On the other hand, the pain system inside the helmet is a contributing factor to comfort. As it provides individually tailored adjustment methods, they also attach to the chin strap to keep the helmet on the head which can minimize movement. Although the harnesses are designed to be adjustable, sometimes moving back and forth has a negligible impact on comfort. In summary, a minimalist harness consisting of a belt loop is the most comfortable. Moreover, the plastic bands that wrap around the head must allow for reciprocating adjustment, and the tie can also lead to hairs getting stuck if you have long hair.
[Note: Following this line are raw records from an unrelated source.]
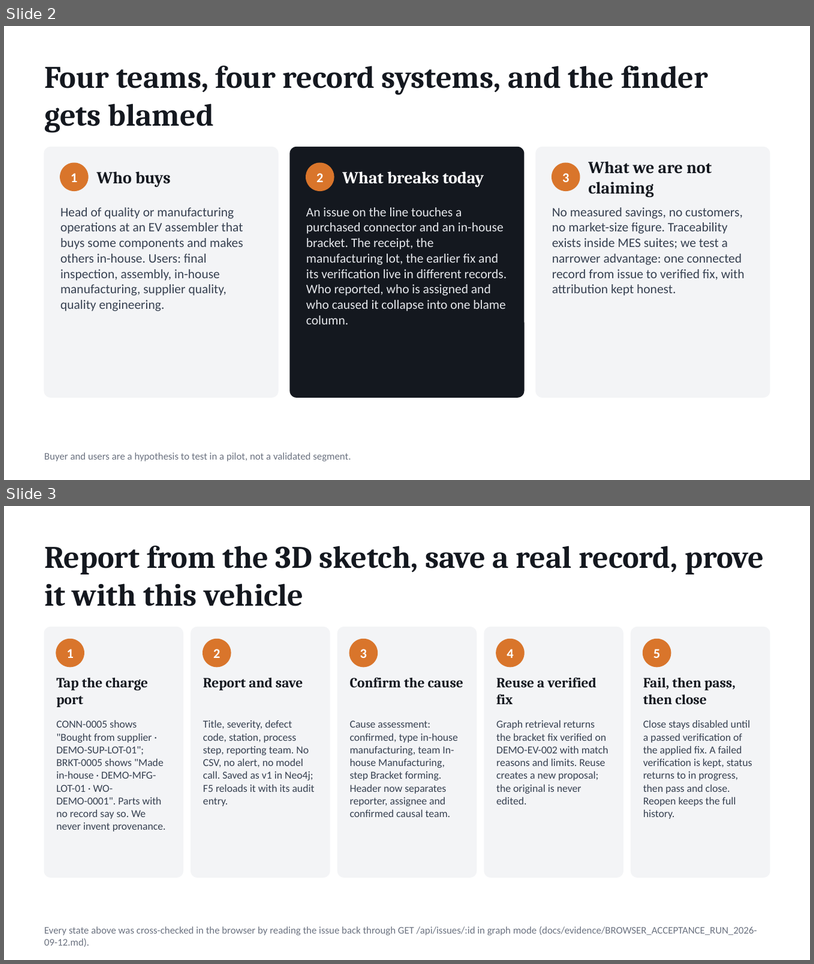
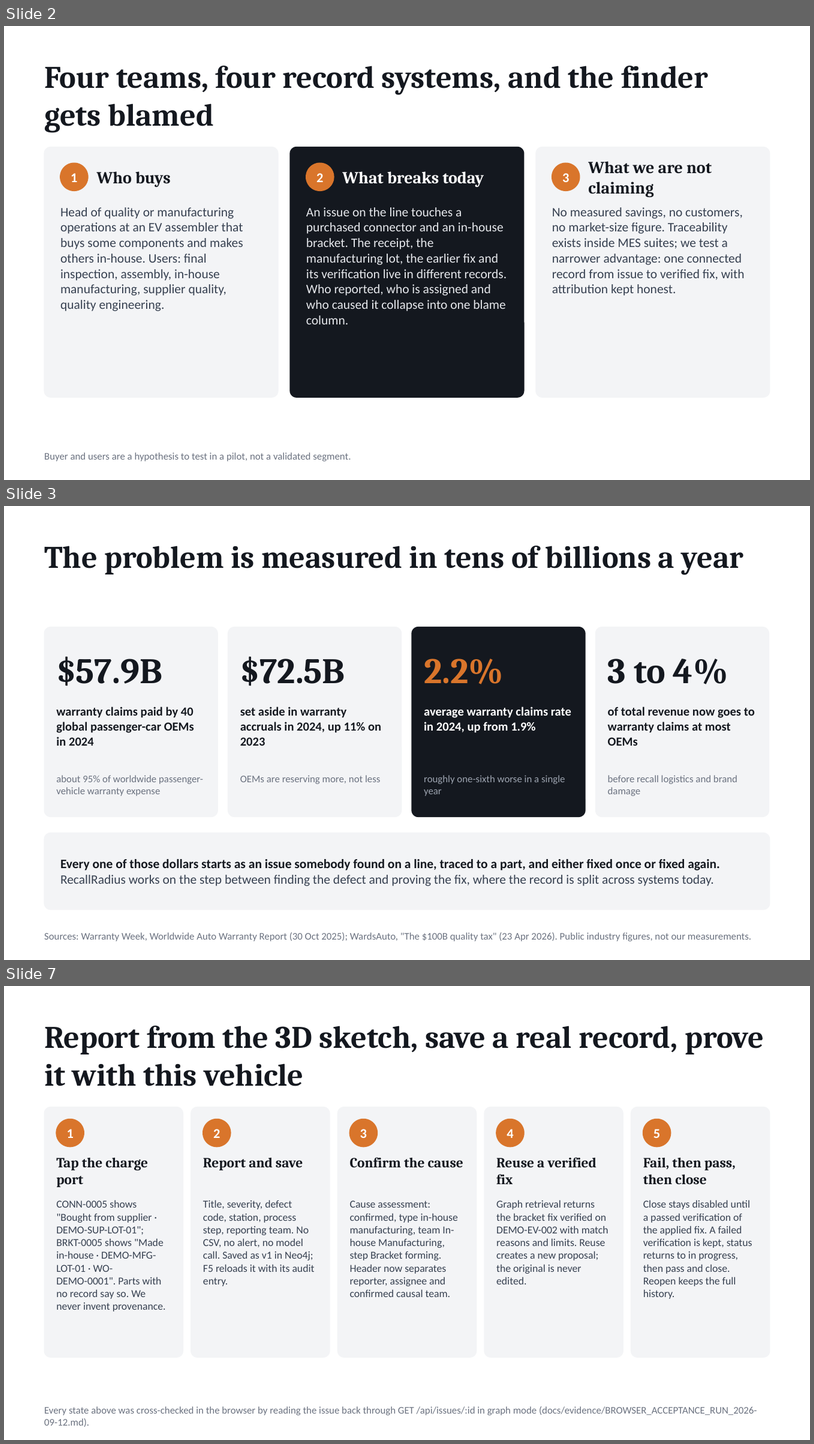
Before and after one commit to zubair480/belle-hackathon, a slide deck: docs/pitch/RecallRadius_Judge_Deck.pptx. Shown one above the other, each under a label of ours: slides 2 and 3 before the commit, slides 2, 3 and 7 after it; the slides between them are not shown. The pictures are 814x964 and 814x1444 pixels, drawn with LibreOffice and Linux fonts; fonts in the diff are those of the drawing. Boxes give left, top, right and bottom in pixels: in the first picture for what was removed or moved away, otherwise in the second. Text is boxed around its words. In the diff, an @@ line names an element or a change of style, - is before the commit and + after.

```diff
--- a/docs/pitch/RecallRadius_Judge_Deck.pptx
+++ b/docs/pitch/RecallRadius_Judge_Deck.pptx
@@ slide 3 added at (x1=4, y1=506, x2=810, y2=960), background #FFFFFF @@
@@ text added at (x1=44, y1=546, x2=744, y2=574), 28 pt, text #14181F, bold @@
+The problem is measured in tens of billions a year
@@ rounded rectangle added at (x1=44, y1=627, x2=218, y2=816), fill #F3F4F6, outline #F3F4F6 0.75 pt @@
@@ rounded rectangle added at (x1=228, y1=627, x2=402, y2=816), fill #F3F4F6, outline #F3F4F6 0.75 pt @@
@@ rounded rectangle added at (x1=412, y1=627, x2=585, y2=816), fill #14181F, outline #14181F 0.75 pt @@
@@ rounded rectangle added at (x1=596, y1=627, x2=769, y2=816), fill #F3F4F6, outline #F3F4F6 0.75 pt @@
@@ text added at (x1=56, y1=656, x2=162, y2=686), 32 pt, text #14181F, bold @@
+$57.9B
@@ text added at (x1=240, y1=656, x2=345, y2=686), 32 pt, text #14181F, bold @@
+$72.5B
@@ text added at (x1=424, y1=658, x2=504, y2=684), 32 pt, text #D9752B, bold @@
+2.2%
@@ text added at (x1=608, y1=658, x2=728, y2=684), 32 pt, text #14181F, bold @@
+3 to 4%
@@ text added at (x1=56, y1=706, x2=194, y2=745), 11 pt, text #14181F, bold @@
+warranty claims paid by 40 global passenger-car OEMs in 2024
@@ text added at (x1=240, y1=706, x2=381, y2=745), 11 pt, text #14181F, bold @@
+set aside in warranty accruals in 2024, up 11% on 2023
@@ text added at (x1=424, y1=706, x2=572, y2=733), 11 pt, text #FFFFFF, bold @@
+average warranty claims rate in 2024, up from 1.9%
@@ text added at (x1=608, y1=706, x2=755, y2=745), 11 pt, text #14181F, bold @@
+of total revenue now goes to warranty claims at most OEMs
@@ text added at (x1=56, y1=775, x2=203, y2=796), 9 pt, text #6B7280 @@
+about 95% of worldwide passenger-vehicle warranty expense
@@ text added at (x1=240, y1=775, x2=380, y2=784), 9 pt, text #6B7280 @@
+OEMs are reserving more, not less
@@ text added at (x1=424, y1=775, x2=565, y2=796), 9 pt, text #9CA3AF @@
+roughly one-sixth worse in a single year
@@ text added at (x1=608, y1=775, x2=738, y2=796), 9 pt, text #6B7280 @@
+before recall logistics and brand damage
@@ rounded rectangle added at (x1=44, y1=832, x2=770, y2=909), fill #F3F4F6, outline #F3F4F6 0.75 pt @@
@@ text added at (x1=60, y1=859, x2=720, y2=886), 11.5 pt, text #374151 @@
+Every one of those dollars starts as an issue somebody found on a line, traced to a part, and either fixed once or fixed again. RecallRadius works on the step between finding the defect and proving the fix, where the record is split across systems today.
@@ text added at (x1=44, y1=932, x2=752, y2=941), 9 pt, text #6B7280 @@
+Sources: Warranty Week, Worldwide Auto Warranty Report (30 Oct 2025); WardsAuto, "The $100B quality tax" (23 Apr 2026). Public industry figures, not our measurements.
@@ what was slide 3 is now slide 7 @@
```
Also in this commit, not shown: 3 other slides added, 10 other files.

In addition to the fit and harness system, the helmets are all lined with removable padding or pads to provide cushioning between the head and the helmet foam. Often these pads are designed to absorb sweat and can be removed for washing. Many helmets from many insurance carriers come with two sets of pads.

Conclusion

Most climbing helmets are adjustable and come in a variety of sizes for you to choose from. But to better understand each of our characteristics, you should also read through our article on each type of helmet, the characteristics of weight, strap and even the type of climbing to suit them. A thorough investigation helps you insulate underneath your helmet for climbing in cold or ice weather. Thank you for watching and stay tuned at gearinstant.

Matt Gerhold
Matt Gerhold

"I'm Matt, love travelling, sports especially climbing. The more I climb, the more resilient I am, that's not only apply for my hobbies but also true for everything in my life. I'd love to be here, a part of Gearinstant to share my experience, guides, tips and especially any gears that work for you."